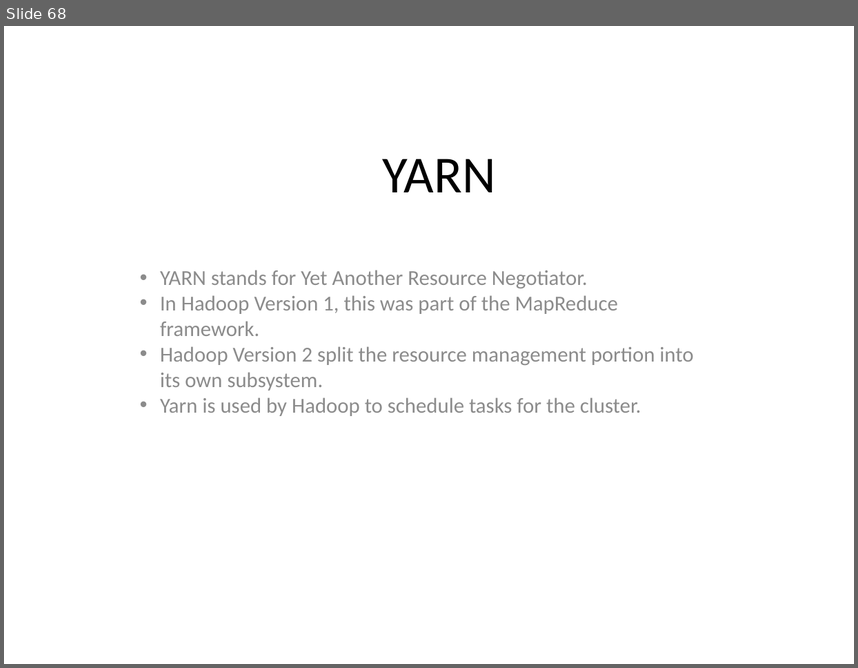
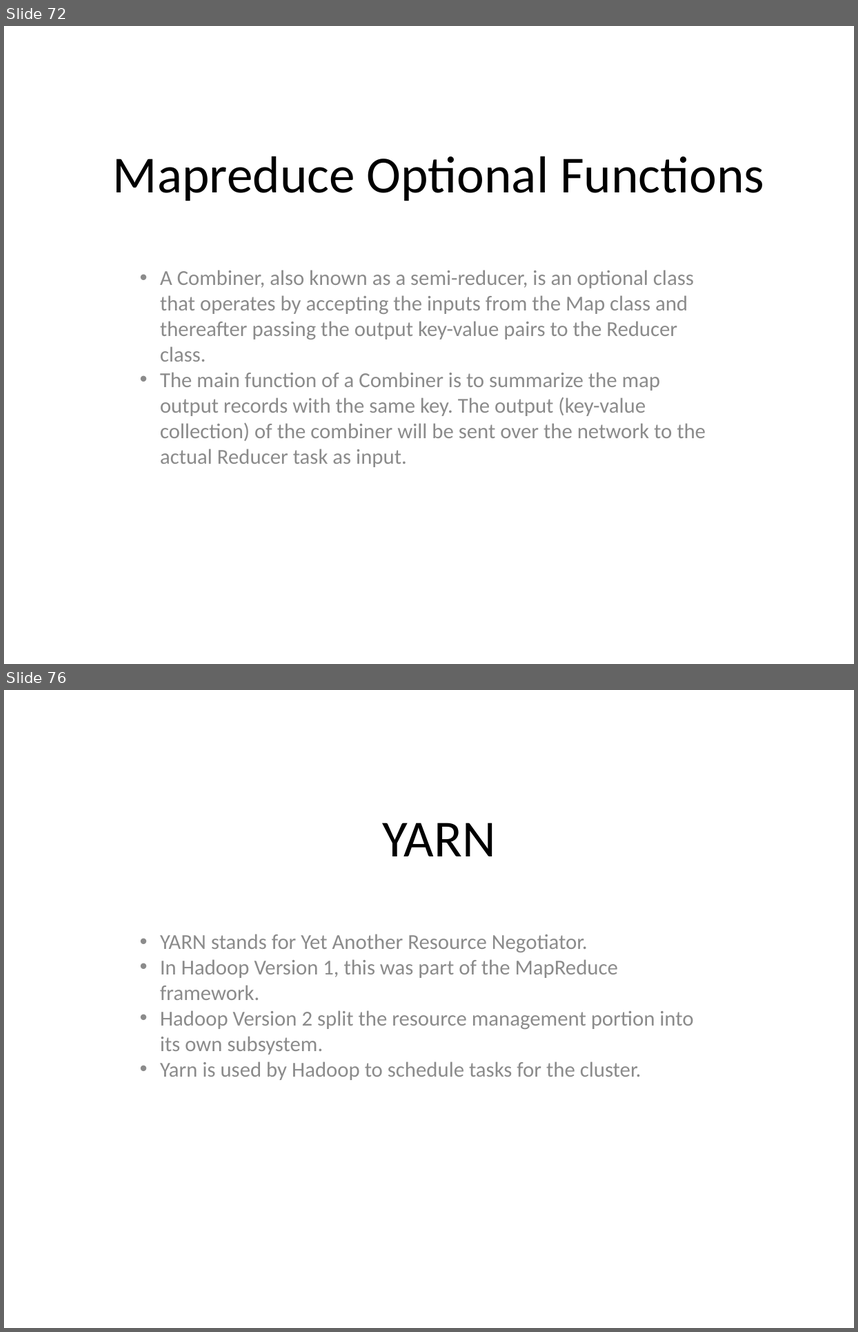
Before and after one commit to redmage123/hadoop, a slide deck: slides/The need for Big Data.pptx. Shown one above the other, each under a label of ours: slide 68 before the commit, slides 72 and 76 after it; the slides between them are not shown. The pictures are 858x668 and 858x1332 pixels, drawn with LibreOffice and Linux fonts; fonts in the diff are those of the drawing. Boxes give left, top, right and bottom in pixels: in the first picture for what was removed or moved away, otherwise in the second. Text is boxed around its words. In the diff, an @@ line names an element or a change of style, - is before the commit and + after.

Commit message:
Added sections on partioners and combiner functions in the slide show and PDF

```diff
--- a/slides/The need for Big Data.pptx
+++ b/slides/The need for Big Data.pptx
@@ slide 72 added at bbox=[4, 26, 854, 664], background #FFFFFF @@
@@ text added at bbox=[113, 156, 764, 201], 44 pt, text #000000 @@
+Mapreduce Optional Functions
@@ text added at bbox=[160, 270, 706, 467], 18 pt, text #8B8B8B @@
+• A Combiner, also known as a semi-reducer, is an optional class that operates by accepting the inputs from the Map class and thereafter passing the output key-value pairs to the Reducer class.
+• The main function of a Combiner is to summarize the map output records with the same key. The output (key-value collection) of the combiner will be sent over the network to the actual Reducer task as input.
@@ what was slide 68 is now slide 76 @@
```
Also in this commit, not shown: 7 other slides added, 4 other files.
....
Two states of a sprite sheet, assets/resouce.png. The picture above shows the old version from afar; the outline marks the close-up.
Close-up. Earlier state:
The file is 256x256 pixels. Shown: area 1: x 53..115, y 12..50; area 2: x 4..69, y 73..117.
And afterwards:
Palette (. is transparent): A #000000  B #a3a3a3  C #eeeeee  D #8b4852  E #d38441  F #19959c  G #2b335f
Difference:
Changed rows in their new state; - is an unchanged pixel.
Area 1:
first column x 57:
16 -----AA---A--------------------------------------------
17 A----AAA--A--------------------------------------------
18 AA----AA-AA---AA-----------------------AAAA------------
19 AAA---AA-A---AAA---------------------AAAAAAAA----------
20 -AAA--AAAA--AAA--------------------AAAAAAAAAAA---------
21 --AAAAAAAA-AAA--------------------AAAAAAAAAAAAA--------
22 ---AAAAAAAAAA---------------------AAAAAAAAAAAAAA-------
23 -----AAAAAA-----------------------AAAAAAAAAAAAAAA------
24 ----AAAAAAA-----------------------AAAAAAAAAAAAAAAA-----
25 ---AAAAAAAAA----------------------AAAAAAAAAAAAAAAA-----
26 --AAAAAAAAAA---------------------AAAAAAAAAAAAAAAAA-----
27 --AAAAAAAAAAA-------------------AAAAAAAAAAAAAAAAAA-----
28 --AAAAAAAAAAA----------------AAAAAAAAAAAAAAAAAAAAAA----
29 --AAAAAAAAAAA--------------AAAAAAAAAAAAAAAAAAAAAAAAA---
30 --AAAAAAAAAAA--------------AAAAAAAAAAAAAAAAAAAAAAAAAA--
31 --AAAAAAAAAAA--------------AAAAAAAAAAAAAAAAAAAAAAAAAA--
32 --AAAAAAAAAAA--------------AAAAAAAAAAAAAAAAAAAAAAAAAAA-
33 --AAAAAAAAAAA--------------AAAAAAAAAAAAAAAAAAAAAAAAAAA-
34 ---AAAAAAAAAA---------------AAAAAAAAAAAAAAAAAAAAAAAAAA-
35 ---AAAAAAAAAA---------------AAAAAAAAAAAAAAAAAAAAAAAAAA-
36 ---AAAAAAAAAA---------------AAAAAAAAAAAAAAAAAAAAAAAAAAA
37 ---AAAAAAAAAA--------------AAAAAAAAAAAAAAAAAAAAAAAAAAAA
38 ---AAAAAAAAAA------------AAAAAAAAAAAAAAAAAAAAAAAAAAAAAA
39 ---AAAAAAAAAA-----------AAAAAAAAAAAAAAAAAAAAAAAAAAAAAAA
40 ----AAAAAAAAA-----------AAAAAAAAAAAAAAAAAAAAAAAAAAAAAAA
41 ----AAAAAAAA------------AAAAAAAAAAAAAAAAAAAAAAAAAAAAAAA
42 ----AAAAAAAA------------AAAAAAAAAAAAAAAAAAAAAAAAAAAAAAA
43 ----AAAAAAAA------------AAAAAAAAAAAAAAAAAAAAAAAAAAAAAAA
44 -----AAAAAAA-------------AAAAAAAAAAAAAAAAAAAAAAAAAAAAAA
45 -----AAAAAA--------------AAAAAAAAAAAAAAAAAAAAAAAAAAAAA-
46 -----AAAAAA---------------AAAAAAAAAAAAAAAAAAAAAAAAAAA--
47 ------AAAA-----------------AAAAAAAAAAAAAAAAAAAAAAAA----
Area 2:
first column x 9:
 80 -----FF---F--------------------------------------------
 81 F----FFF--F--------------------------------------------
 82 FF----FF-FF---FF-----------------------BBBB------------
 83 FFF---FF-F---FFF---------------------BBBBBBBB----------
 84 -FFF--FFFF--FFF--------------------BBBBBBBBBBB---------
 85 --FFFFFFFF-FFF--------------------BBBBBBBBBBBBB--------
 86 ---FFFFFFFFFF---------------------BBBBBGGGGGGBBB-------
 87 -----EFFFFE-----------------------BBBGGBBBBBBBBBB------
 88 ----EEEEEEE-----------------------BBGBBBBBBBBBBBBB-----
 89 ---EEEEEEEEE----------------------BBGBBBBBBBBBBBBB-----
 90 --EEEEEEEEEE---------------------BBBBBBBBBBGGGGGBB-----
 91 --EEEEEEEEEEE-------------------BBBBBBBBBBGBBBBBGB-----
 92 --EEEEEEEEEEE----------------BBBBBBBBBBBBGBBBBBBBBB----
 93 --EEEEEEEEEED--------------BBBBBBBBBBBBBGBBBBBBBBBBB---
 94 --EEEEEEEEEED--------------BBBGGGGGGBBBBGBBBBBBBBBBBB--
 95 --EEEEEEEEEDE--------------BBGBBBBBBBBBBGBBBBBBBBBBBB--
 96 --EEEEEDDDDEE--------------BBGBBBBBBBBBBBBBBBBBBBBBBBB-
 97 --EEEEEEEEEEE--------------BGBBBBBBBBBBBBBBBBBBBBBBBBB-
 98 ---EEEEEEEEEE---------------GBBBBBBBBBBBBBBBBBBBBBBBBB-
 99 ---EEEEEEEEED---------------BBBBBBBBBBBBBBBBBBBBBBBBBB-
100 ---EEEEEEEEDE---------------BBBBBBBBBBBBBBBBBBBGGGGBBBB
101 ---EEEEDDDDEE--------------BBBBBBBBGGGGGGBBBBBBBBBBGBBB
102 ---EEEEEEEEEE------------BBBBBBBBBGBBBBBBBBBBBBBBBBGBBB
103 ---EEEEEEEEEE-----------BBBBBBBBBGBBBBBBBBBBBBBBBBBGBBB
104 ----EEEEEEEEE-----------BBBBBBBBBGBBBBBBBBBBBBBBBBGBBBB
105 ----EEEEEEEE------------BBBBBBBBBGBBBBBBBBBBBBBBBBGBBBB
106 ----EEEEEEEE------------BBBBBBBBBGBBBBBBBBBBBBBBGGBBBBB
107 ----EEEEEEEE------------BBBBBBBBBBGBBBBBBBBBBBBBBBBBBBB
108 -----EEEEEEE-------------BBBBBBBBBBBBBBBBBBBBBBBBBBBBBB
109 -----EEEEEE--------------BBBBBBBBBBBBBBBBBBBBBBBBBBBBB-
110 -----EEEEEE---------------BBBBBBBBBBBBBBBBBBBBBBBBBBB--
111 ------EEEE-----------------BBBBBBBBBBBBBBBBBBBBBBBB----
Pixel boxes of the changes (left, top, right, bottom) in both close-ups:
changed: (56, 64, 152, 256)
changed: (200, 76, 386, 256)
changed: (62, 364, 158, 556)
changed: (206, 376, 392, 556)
....
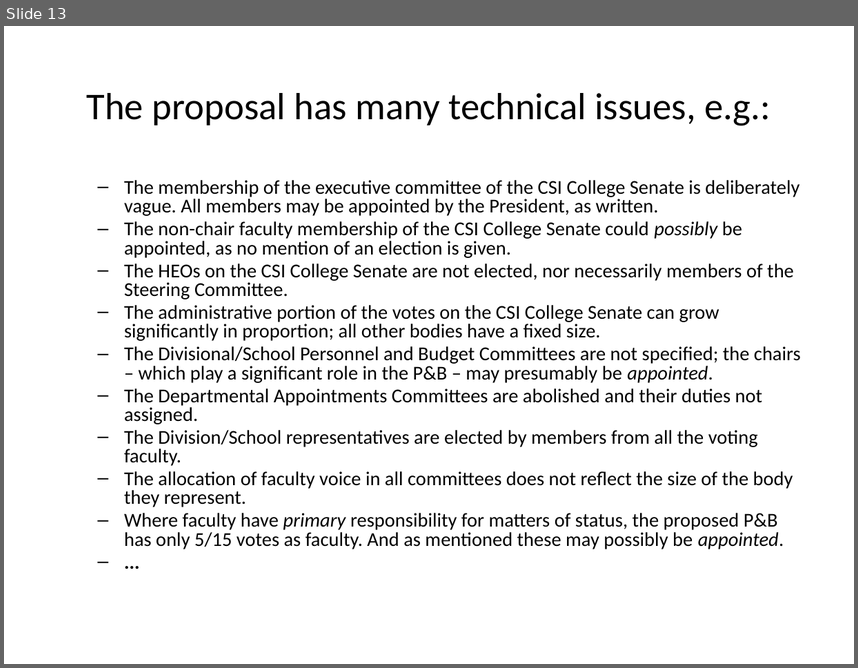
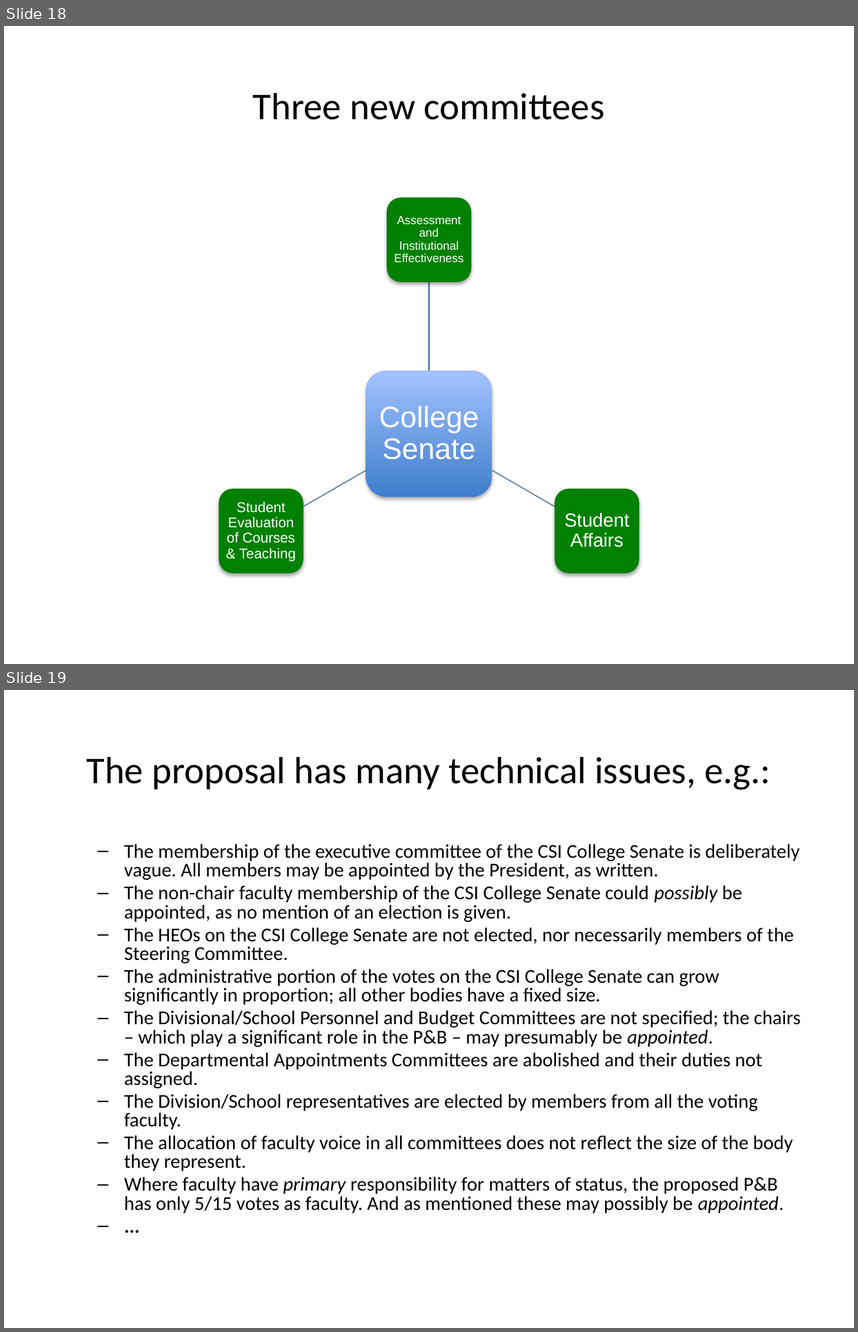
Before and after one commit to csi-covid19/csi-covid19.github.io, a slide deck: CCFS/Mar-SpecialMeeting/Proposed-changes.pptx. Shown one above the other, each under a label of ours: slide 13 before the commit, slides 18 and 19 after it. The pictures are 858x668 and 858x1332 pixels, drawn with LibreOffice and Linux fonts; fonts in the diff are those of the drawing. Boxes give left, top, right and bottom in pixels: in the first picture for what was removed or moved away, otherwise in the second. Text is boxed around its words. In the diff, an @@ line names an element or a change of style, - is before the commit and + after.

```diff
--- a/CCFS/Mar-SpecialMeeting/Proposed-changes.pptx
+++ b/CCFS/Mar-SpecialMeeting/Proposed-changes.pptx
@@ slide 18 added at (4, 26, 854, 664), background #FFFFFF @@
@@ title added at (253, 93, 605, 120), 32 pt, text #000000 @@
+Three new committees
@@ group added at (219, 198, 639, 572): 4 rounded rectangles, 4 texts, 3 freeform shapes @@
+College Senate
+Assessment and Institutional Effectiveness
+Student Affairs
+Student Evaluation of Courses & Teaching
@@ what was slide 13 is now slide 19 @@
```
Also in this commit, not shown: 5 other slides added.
....
• The problem: Only a number should be returned: how many lines in the material contain "from"?

• Worked solution: 2